ASSIGNMENT.
Quote the data exactly, first line to the line containing "712, 774, 749]", with no pictures.

RECORDS FOR THE EXERCISE section start

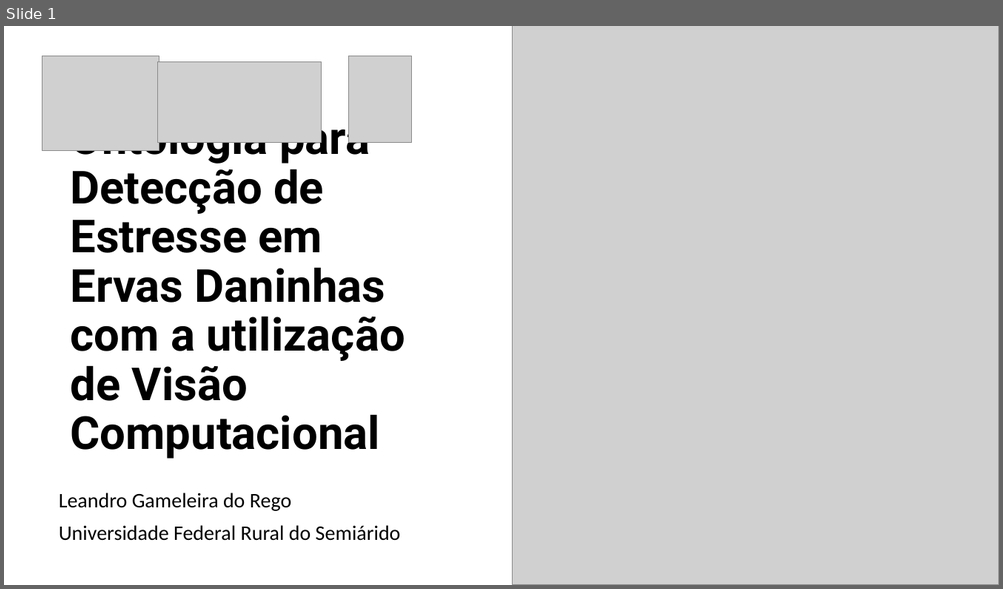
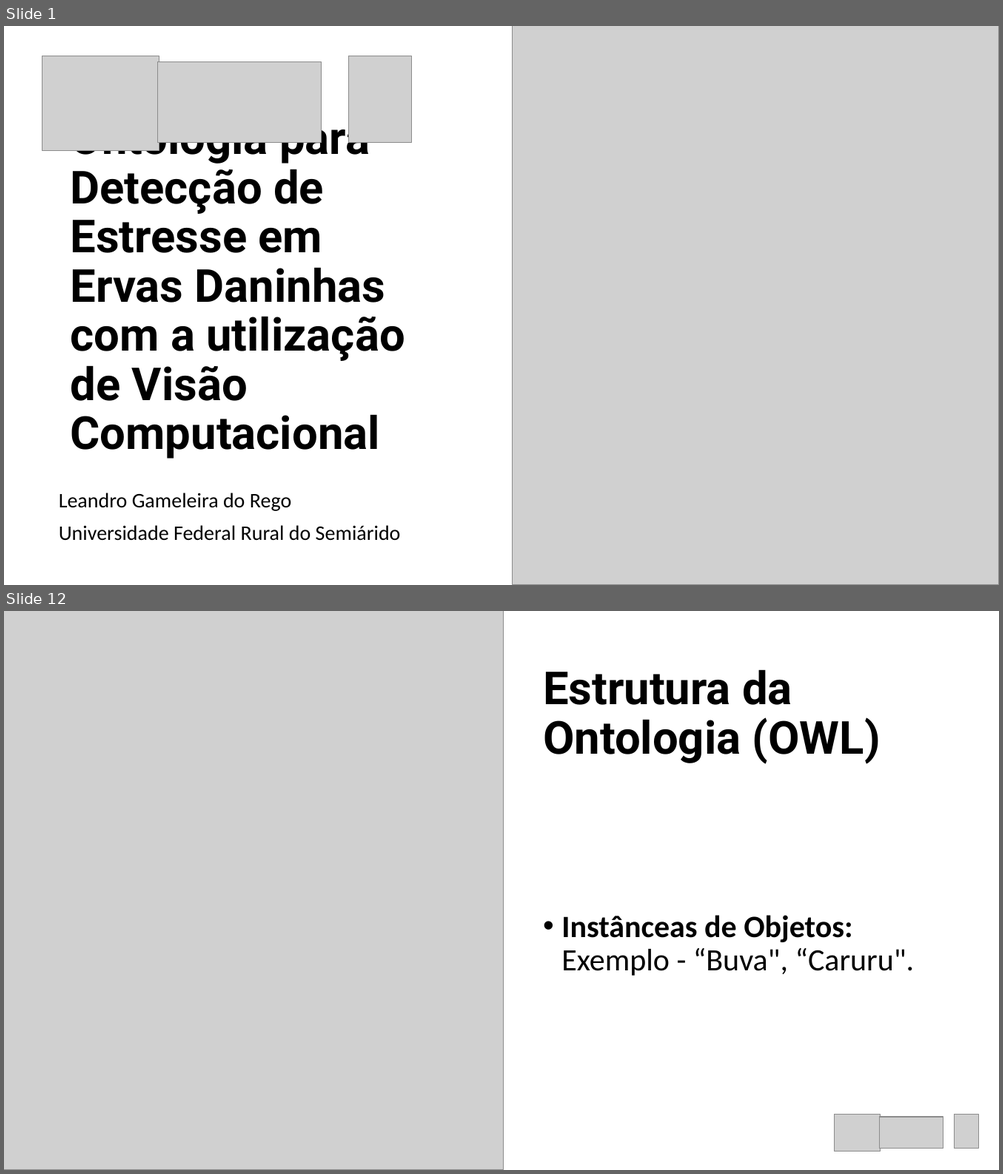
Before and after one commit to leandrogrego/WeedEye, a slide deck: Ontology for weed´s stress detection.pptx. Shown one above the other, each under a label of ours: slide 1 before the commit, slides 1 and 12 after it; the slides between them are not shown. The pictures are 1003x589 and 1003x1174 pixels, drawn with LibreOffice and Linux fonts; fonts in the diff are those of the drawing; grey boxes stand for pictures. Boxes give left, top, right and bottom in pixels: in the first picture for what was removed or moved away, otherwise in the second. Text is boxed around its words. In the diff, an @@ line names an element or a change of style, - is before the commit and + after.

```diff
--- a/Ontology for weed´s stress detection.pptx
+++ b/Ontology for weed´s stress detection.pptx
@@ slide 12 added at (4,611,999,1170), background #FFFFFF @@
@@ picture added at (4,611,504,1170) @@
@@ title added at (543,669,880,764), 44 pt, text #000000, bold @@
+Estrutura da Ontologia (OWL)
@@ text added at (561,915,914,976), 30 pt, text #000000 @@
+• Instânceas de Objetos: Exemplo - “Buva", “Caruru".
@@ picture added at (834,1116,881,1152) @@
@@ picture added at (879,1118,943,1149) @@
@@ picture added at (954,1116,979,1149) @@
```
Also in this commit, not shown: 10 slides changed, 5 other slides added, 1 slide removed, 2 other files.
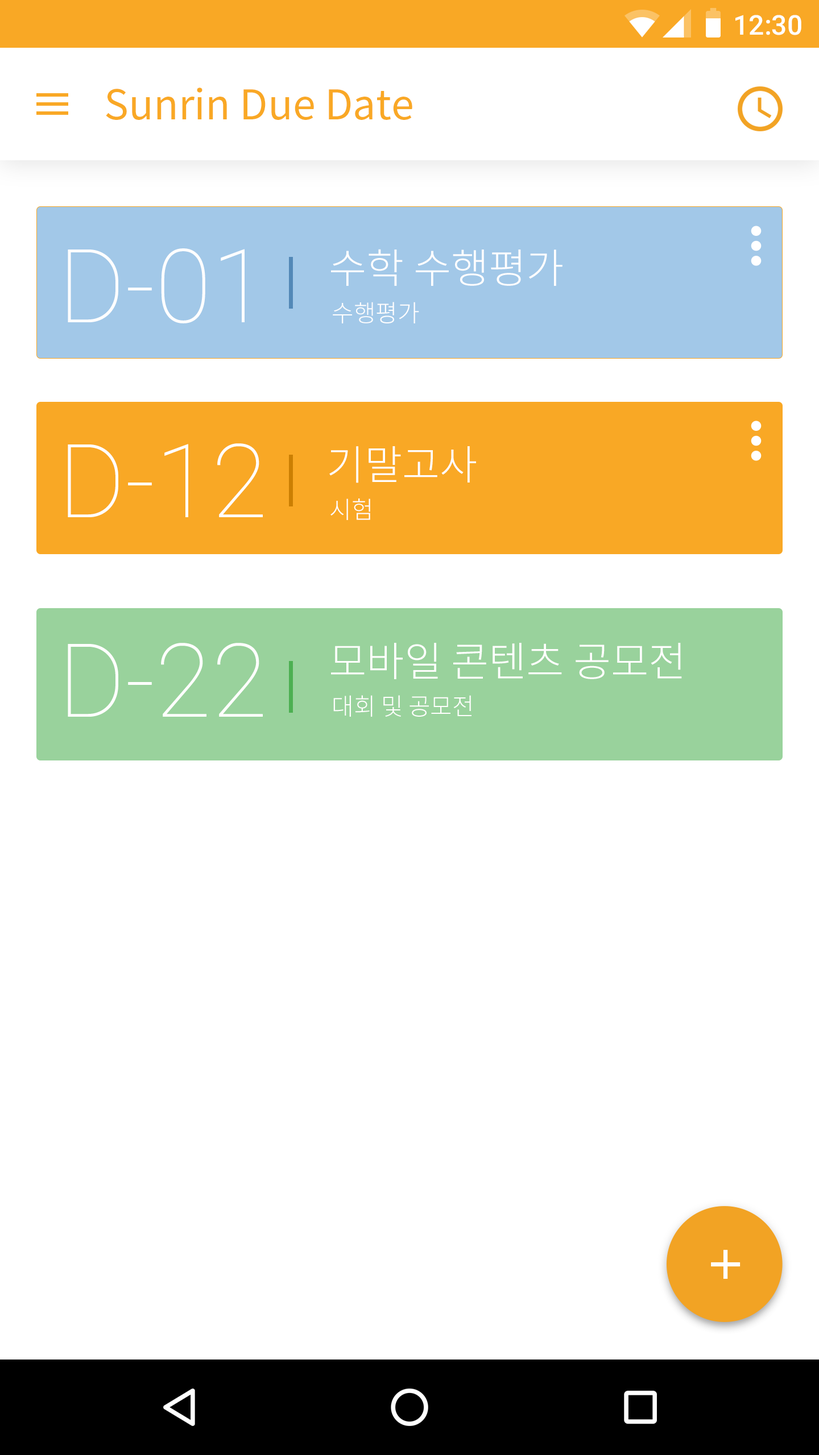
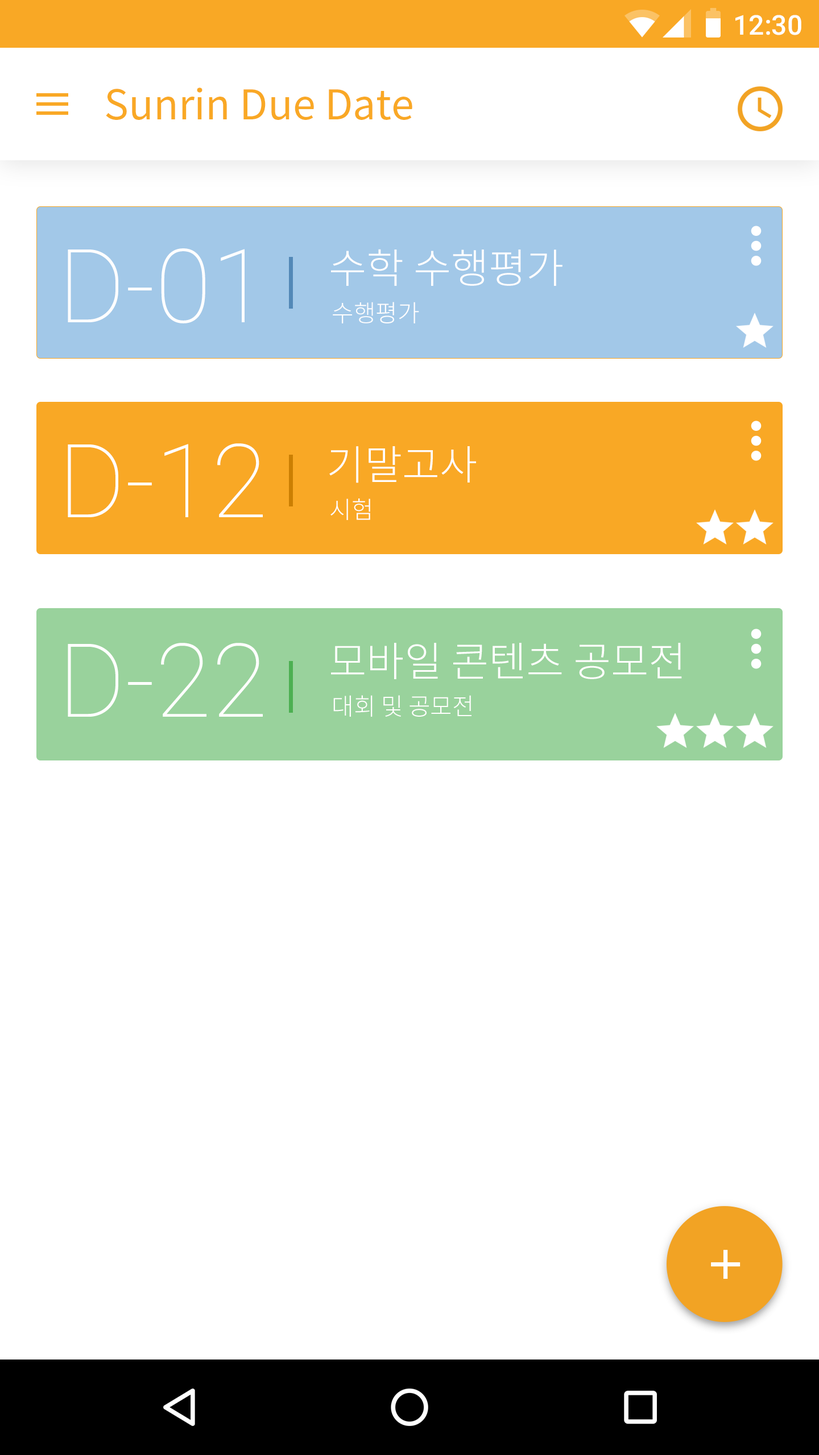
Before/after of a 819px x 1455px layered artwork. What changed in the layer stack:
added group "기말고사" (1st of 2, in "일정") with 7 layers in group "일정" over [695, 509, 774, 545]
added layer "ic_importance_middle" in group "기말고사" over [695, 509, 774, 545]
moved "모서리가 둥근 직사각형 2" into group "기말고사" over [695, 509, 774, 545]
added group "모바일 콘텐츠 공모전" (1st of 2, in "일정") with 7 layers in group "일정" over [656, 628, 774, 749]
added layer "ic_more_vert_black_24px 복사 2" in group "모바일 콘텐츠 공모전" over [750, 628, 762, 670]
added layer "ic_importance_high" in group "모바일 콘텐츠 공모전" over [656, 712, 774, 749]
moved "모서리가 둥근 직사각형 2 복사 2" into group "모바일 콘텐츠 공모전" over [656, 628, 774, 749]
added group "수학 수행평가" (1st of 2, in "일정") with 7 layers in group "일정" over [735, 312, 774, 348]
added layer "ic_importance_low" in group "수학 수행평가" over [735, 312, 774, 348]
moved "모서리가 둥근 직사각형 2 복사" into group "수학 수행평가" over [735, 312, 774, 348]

RECORDS FOR THE EXERCISE section end

EXERCISE RESPONSE.
Before and after one commit to leandrogrego/WeedEye, a slide deck: Ontology for weed´s stress detection.pptx. Shown one above the other, each under a label of ours: slide 1 before the commit, slides 1 and 12 after it; the slides between them are not shown. The pictures are 1003x589 and 1003x1174 pixels, drawn with LibreOffice and Linux fonts; fonts in the diff are those of the drawing; grey boxes stand for pictures. Boxes give left, top, right and bottom in pixels: in the first picture for what was removed or moved away, otherwise in the second. Text is boxed around its words. In the diff, an @@ line names an element or a change of style, - is before the commit and + after.

```diff
--- a/Ontology for weed´s stress detection.pptx
+++ b/Ontology for weed´s stress detection.pptx
@@ slide 12 added at (4,611,999,1170), background #FFFFFF @@
@@ picture added at (4,611,504,1170) @@
@@ title added at (543,669,880,764), 44 pt, text #000000, bold @@
+Estrutura da Ontologia (OWL)
@@ text added at (561,915,914,976), 30 pt, text #000000 @@
+• Instânceas de Objetos: Exemplo - “Buva", “Caruru".
@@ picture added at (834,1116,881,1152) @@
@@ picture added at (879,1118,943,1149) @@
@@ picture added at (954,1116,979,1149) @@
```
Also in this commit, not shown: 10 slides changed, 5 other slides added, 1 slide removed, 2 other files.
Before/after of a 819px x 1455px layered artwork. What changed in the layer stack:
added group "기말고사" (1st of 2, in "일정") with 7 layers in group "일정" over [695, 509, 774, 545]
added layer "ic_importance_middle" in group "기말고사" over [695, 509, 774, 545]
moved "모서리가 둥근 직사각형 2" into group "기말고사" over [695, 509, 774, 545]
added group "모바일 콘텐츠 공모전" (1st of 2, in "일정") with 7 layers in group "일정" over [656, 628, 774, 749]
added layer "ic_more_vert_black_24px 복사 2" in group "모바일 콘텐츠 공모전" over [750, 628, 762, 670]
added layer "ic_importance_high" in group "모바일 콘텐츠 공모전" over [656, 712, 774, 749]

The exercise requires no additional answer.